(Source data)
◇ ◇ ◇
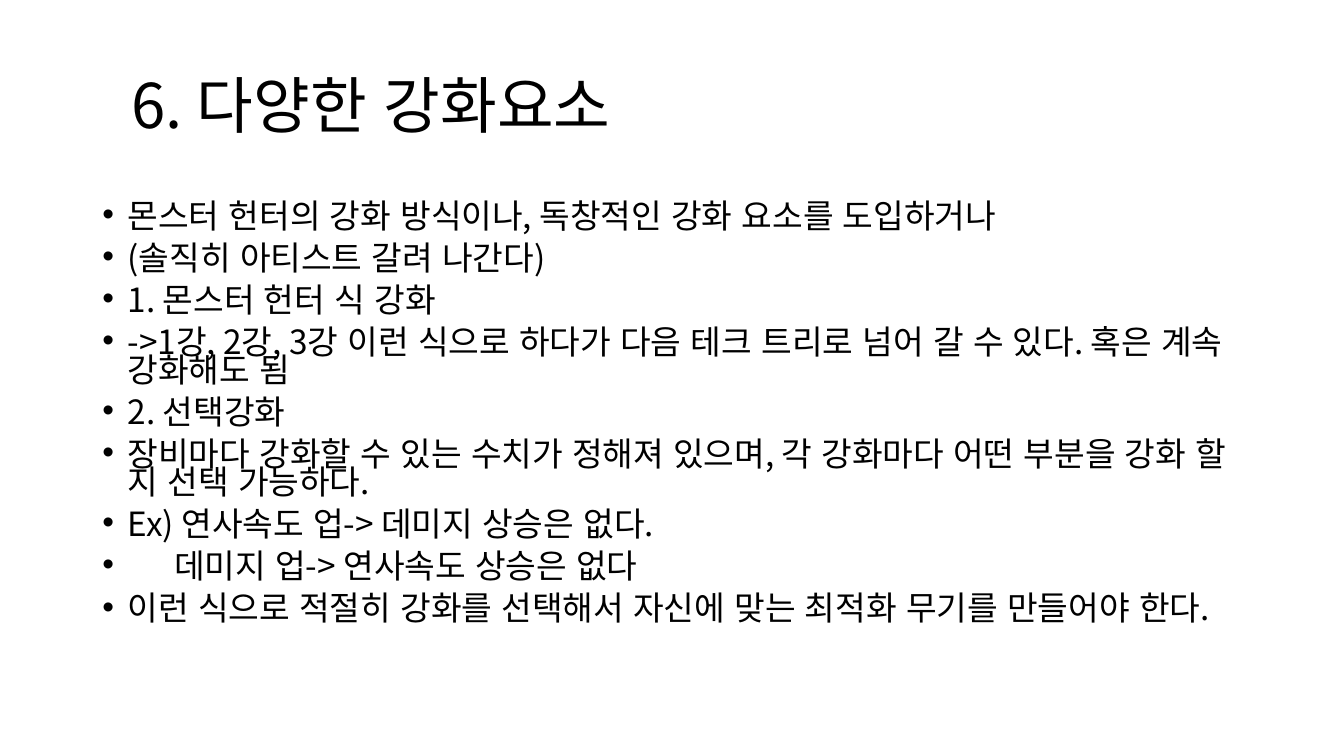
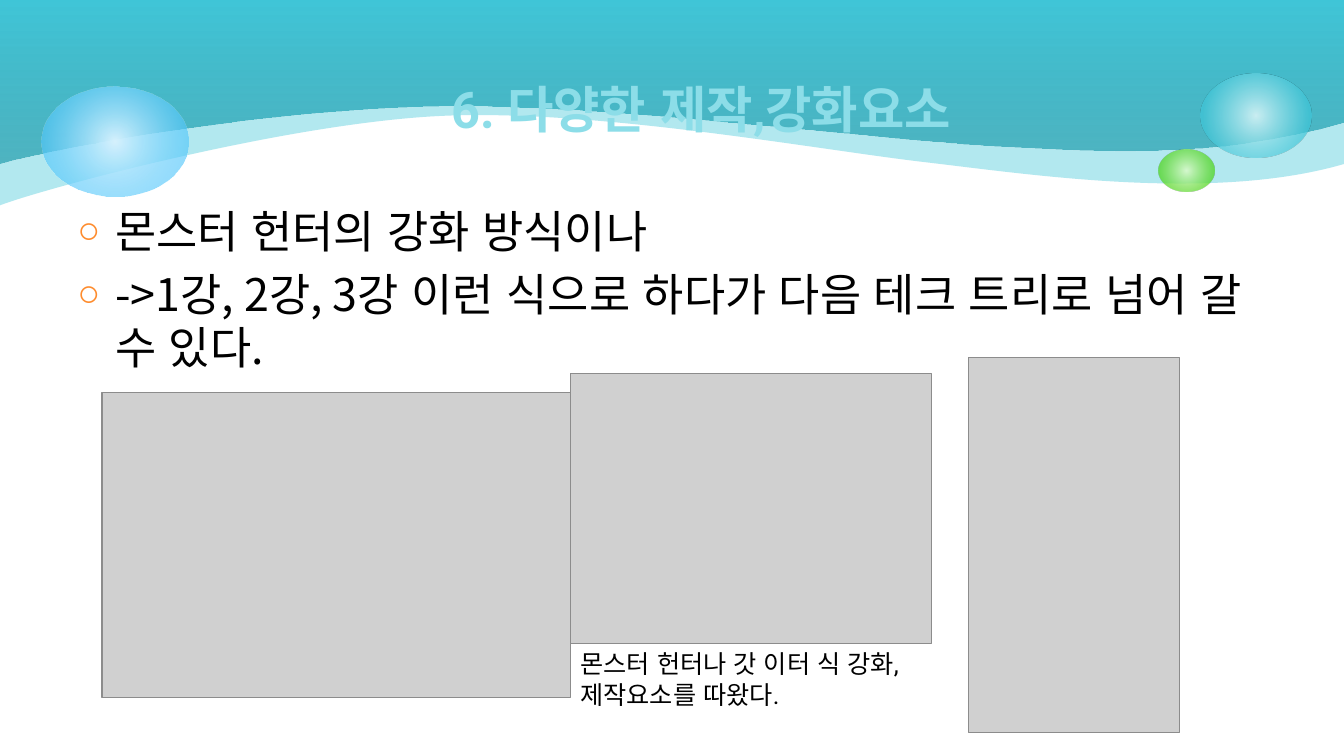
Before and after one commit to csm2652/SEED, a slide deck: slide 21 of 시작기획/슈팅 디팬스.pptx (slide 16 before the commit). Drawn at 1344x756 pixels with LibreOffice and Linux fonts; fonts in the diff are those of the drawing; grey boxes stand for pictures. Boxes give left, top, right and bottom in pixels: in the first picture for what was removed or moved away, otherwise in the second. Text is boxed around its words. In the diff, an @@ line names an element or a change of style, - is before the commit and + after.

```diff
--- a/시작기획/슈팅 디팬스.pptx
+++ b/시작기획/슈팅 디팬스.pptx
@@ freeform shape added at <box>0,0,1344,206</box>, fill #40C6D8 at 40% opacity @@
@@ freeform shape added at <box>0,0,1344,163</box>, fill gradient #249EAE to #40C6D8 @@
@@ ellipse added at <box>41,87,188,197</box>, fill gradient #D6F2FE to #33BDFB @@
@@ title at <box>451,77,951,141</box>: text changed; size 44 to 36 pt; font Noto Sans CJK KR to Roboto; text colour #000000 to gradient #D9F4F7 to #8CDDE8; bold on @@
-6. 다양한 강화요소
+6. 다양한 제작,강화요소
@@ ellipse added at <box>1201,74,1313,157</box>, fill gradient #D9F4F7 to #40C6D8 @@
@@ ellipse added at <box>1158,149,1215,192</box>, fill gradient #DAFACD to #4CD416 @@
@@ text at <box>115,211,1241,368</box>: text changed; size 23.8 to 32 pt @@
-• 몬스터 헌터의 강화 방식이나, 독창적인 강화 요소를 도입하거나
-• (솔직히 아티스트 갈려 나간다)
-• 1. 몬스터 헌터 식 강화
-• ->1강, 2강, 3강 이런 식으로 하다가 다음 테크 트리로 넘어 갈 수 있다. 혹은 계속 강화해도 됨
-• 2. 선택강화
-• 장비마다 강화할 수 있는 수치가 정해져 있으며, 각 강화마다 어떤 부분을 강화 할 지 선택 가능하다.
-• Ex) 연사속도 업-> 데미지 상승은 없다.
-• 데미지 업-> 연사속도 상승은 없다
-• 이런 식으로 적절히 강화를 선택해서 자신에 맞는 최적화 무기를 만들어야 한다.
+○ 몬스터 헌터의 강화 방식이나
+○ ->1강, 2강, 3강 이런 식으로 하다가 다음 테크 트리로 넘어 갈 수 있다.
@@ picture added at <box>969,358,1180,733</box> @@
@@ picture added at <box>571,373,932,643</box> @@
@@ picture added at <box>102,392,571,698</box> @@
@@ text added at <box>580,652,898,706</box>, 18 pt, text #000000 @@
+몬스터 헌터나 갓 이터 식 강화, 제작요소를 따왔다.
```
Also in this commit, not shown: 12 other slides changed, 10 slides added, 5 slides removed.
◇ ◇ ◇
▶ **WHAT THE EXERCISE ASKS**
Say how many lines above contain the string "gradient", writing only the number.

▶ **RESPONSE BOX**
5